No Diário de Noticias de 23 do mês findo, e relativamente às medidas tomadas por S. Ex.ª com relação ao sal, encontro na alínea b) o seguinte: nas restantes regiões produtoras 150$ a tonelada; e mais adiante na alínea a) ido parágrafo imediato, a venda por intermediários, os preços tabelados acrescidos de 15 por cento e das despesas de transporte.

Dirigindo daqui os meus cumprimentos de felicitação ao Sr. Ministro da Economia por esta medida, quero fundamentar estas felicitações mostrando a que abusos S. Ex.ª obstou com a medida tomada em relação ao sal.

A 150$ por tonelada, fica o quilograma a $15, ou seja 150 milavos, ou 150 réis na antiga terminologia. Adicionando a isto as despesas de transporte, que calculo em 60,6 por unidade, e o lucro de 15 por cento, fica o quilograma por 240 milavos ou réis. Multiplicando $24 por 15 quilogramas, encontramos a arroba na importância de 3$60.

Acho pois, e achou também o Sr. Ministro da Economia, como toda a gente, que podia ser vendido o sal a 3$60 a arroba. No entanto, Sr. Presidente, na fronteira a arroba do sal era vendida a 5$. Quere dizer, o intermediário ganhava além do que era justo mais l $40 por arroba, ou seja próximo de 18 tostões.

Obstou, pois o Sr. Ministro da Economia a um processo antipático. Junto as minhas felicitações às de toda a gente que se viu livre destas harpias.

Com relação à sardinha, que não aparecia no mercado há oito ou nove meses, S. Ex.ª também tomou as medidas necessárias e que constam do Diário de Notícias de 23 de Novembro último.

No mesmo jornal de anteontem, 3, vêm já o reflexo ou as consequências das medidas tomadas por S. Ex.ª no sentido de beneficiar o abastecimento, e servem-se dentas expressões:

Começou anteontem o regime de fiscalização nas lotas de todo o litoral, desde Viana do Castelo até Vila Real de Santo António.

As notícias recebidas à tarde, de todos os centros onde as novas medidas foram postas em prática, anunciavam um completo êxito. Em alguns pontos registaram-se manifestações populares de aplauso ao Govêrno por parte do público, que acolheu com o maior agrado a baixa de preços.

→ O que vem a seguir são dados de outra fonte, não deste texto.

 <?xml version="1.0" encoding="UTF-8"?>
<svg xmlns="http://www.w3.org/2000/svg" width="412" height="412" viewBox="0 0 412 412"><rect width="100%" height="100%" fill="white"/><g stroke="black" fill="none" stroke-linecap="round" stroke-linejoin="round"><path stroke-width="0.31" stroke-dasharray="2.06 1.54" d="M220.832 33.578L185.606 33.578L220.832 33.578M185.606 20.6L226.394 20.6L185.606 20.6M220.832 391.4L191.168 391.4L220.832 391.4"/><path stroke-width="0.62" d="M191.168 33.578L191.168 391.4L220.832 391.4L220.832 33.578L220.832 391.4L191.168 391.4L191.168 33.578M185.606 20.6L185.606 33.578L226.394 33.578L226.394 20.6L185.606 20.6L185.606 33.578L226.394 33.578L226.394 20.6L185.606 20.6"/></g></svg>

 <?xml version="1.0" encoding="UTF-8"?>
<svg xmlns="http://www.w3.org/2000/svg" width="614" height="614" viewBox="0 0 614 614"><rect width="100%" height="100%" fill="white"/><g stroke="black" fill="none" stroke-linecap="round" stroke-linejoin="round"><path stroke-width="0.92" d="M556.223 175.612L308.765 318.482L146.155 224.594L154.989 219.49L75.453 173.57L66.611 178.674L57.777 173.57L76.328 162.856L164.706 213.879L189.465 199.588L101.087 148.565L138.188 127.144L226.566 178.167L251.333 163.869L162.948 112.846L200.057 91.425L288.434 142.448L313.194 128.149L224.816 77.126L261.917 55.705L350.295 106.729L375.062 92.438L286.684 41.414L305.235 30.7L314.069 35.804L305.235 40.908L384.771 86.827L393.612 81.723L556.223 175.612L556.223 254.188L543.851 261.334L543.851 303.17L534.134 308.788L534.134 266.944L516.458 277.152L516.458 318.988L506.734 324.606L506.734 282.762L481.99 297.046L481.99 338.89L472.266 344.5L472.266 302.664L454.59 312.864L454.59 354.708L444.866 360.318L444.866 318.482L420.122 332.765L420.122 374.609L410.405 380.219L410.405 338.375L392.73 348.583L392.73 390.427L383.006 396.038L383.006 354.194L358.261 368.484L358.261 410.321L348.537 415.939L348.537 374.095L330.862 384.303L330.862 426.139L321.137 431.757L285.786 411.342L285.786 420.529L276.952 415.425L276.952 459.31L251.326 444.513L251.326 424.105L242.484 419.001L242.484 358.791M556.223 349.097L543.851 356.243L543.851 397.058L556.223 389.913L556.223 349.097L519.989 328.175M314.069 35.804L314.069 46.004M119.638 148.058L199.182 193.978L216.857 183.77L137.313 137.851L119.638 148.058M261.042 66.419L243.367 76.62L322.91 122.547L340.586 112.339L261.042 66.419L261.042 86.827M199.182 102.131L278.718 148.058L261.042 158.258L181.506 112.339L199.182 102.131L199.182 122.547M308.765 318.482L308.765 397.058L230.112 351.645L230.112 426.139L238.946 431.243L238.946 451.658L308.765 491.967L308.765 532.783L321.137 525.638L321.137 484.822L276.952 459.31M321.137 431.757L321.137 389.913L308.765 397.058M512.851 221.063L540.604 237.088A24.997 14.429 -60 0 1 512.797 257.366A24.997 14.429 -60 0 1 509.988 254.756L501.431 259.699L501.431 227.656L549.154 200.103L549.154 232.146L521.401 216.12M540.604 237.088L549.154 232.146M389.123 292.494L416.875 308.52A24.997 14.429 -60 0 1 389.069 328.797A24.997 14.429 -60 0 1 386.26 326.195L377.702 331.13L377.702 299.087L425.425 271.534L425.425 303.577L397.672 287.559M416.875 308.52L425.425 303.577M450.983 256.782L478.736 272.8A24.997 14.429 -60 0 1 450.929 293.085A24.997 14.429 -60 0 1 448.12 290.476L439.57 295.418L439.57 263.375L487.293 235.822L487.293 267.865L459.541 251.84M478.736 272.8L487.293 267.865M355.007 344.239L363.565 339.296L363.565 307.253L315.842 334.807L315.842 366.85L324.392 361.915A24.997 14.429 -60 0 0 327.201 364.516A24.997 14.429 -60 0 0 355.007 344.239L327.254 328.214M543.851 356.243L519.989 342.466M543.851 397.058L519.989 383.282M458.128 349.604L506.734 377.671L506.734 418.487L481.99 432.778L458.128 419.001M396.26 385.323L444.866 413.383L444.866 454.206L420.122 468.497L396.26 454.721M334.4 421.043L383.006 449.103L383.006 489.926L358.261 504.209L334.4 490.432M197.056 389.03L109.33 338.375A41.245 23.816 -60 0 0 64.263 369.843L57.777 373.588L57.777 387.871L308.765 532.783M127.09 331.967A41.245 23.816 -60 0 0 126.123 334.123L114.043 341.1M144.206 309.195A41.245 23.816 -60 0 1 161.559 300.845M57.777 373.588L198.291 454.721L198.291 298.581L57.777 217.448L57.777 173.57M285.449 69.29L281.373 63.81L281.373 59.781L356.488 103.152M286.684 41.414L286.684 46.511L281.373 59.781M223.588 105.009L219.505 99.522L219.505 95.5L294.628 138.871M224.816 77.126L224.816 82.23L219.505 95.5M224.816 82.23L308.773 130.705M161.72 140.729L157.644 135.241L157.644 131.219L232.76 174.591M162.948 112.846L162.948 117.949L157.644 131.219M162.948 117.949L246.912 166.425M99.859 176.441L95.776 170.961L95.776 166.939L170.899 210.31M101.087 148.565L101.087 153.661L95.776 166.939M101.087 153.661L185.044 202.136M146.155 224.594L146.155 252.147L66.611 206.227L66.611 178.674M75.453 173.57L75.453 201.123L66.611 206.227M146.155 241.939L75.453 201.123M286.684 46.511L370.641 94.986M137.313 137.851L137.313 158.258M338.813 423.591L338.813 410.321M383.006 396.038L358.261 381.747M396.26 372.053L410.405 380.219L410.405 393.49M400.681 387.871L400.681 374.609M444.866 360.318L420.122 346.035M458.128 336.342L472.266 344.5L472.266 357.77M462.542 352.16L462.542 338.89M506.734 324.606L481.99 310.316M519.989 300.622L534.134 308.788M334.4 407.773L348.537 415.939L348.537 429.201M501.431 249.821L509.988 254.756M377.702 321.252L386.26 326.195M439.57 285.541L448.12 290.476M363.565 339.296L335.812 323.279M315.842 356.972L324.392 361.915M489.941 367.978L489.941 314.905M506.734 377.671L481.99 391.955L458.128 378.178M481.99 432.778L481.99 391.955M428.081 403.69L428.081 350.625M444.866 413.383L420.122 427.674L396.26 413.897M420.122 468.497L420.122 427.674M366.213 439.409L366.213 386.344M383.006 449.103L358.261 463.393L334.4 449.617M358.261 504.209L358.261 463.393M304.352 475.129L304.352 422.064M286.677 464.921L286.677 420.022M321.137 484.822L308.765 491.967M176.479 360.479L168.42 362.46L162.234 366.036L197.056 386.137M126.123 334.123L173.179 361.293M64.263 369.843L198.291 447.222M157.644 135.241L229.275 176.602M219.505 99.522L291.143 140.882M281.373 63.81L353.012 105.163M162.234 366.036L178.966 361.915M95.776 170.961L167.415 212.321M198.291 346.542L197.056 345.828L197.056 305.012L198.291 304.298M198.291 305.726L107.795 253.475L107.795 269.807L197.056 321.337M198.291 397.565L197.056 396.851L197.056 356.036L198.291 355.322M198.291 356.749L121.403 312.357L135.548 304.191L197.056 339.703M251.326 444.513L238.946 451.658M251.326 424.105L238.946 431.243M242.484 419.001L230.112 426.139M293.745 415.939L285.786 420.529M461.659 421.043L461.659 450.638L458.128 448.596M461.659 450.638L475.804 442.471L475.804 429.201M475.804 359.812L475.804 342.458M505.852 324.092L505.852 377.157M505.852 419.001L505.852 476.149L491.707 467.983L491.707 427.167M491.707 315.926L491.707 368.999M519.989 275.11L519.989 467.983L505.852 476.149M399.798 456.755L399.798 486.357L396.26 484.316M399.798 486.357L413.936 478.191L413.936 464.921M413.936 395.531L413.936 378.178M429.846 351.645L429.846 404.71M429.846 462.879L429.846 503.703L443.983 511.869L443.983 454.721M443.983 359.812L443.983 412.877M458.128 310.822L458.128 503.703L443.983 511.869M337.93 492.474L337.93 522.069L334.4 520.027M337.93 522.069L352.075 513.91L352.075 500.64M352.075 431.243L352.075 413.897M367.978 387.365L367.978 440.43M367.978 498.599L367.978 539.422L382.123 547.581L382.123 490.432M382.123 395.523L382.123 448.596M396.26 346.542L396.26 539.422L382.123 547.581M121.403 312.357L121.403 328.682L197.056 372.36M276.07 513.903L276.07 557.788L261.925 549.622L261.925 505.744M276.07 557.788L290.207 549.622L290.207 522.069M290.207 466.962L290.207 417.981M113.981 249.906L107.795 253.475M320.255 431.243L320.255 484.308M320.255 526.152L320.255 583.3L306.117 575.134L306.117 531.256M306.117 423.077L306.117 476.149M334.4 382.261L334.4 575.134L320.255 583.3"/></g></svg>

Há oito para nove meses que quando aparecia alguma sardinha no mercado era por tal preço que ninguém lhe tocava, a não ser quem tinha interesse em fazer monopólio. O êxito que teve a medida tomada pelo Sr. Ministro merece todos os nossos aplausos e é um dos deveres da Assembleia Nacional registar e sublinhar estes actos.

Não quero tomar tom declamatório, nem isso seria elegante; mas o certo é que dentro do êxito da medida tomada pelo Sr. Ministro está a censura à inércia do maquinismo corporativo que devia tratar do assunto.

Eu sou daqueles que leem com orgulho alguns dos artigos da Constituição, e entre eles o 5.º e o 6.º, cujo § 3.º é concebido nos seguintes termos:

"Zelar pela melhoria das condições das classes sociais mais desfavorecidas, obstando a que aquelas desçam abaixo do mínimo de existência humanamente suficiente".

Para fomentar estas facilidades o mecanismo corporativo que devia tratar do assunto deixou ficar sem sardinha, durante nove meses, as massas populares! E é assim que se concorre para o aumento da miséria, para o recrudescimento da tuberculose e para o aumento da censura e quiçá do complexo de descrédito da nossa política, que na verdade não mereça semelhante crítica, porque é séria e bem-intencionada.

Ao mesmo tempo que os órgãos respectivos se não importavam com a sardinha, importavam-se com o bacalhau, e fizeram ao contrário do que prometeram os nossos republicanos dos tempos passados; êsses prometeram bacalhau a pataco, e ultimamente o bacalhau foi tabelado entre 9$50 lO$5O o quilograma. Quere dizer: mais um género de consumo geral que está sendo pouco acessível às camadas populares. Não será esta uma das facilidades que se lhes quere dar, preconizada no programa do Estado Novo, que é uma construção de bela arquitectura, e que tenha orgulho em para ela ter concorrido.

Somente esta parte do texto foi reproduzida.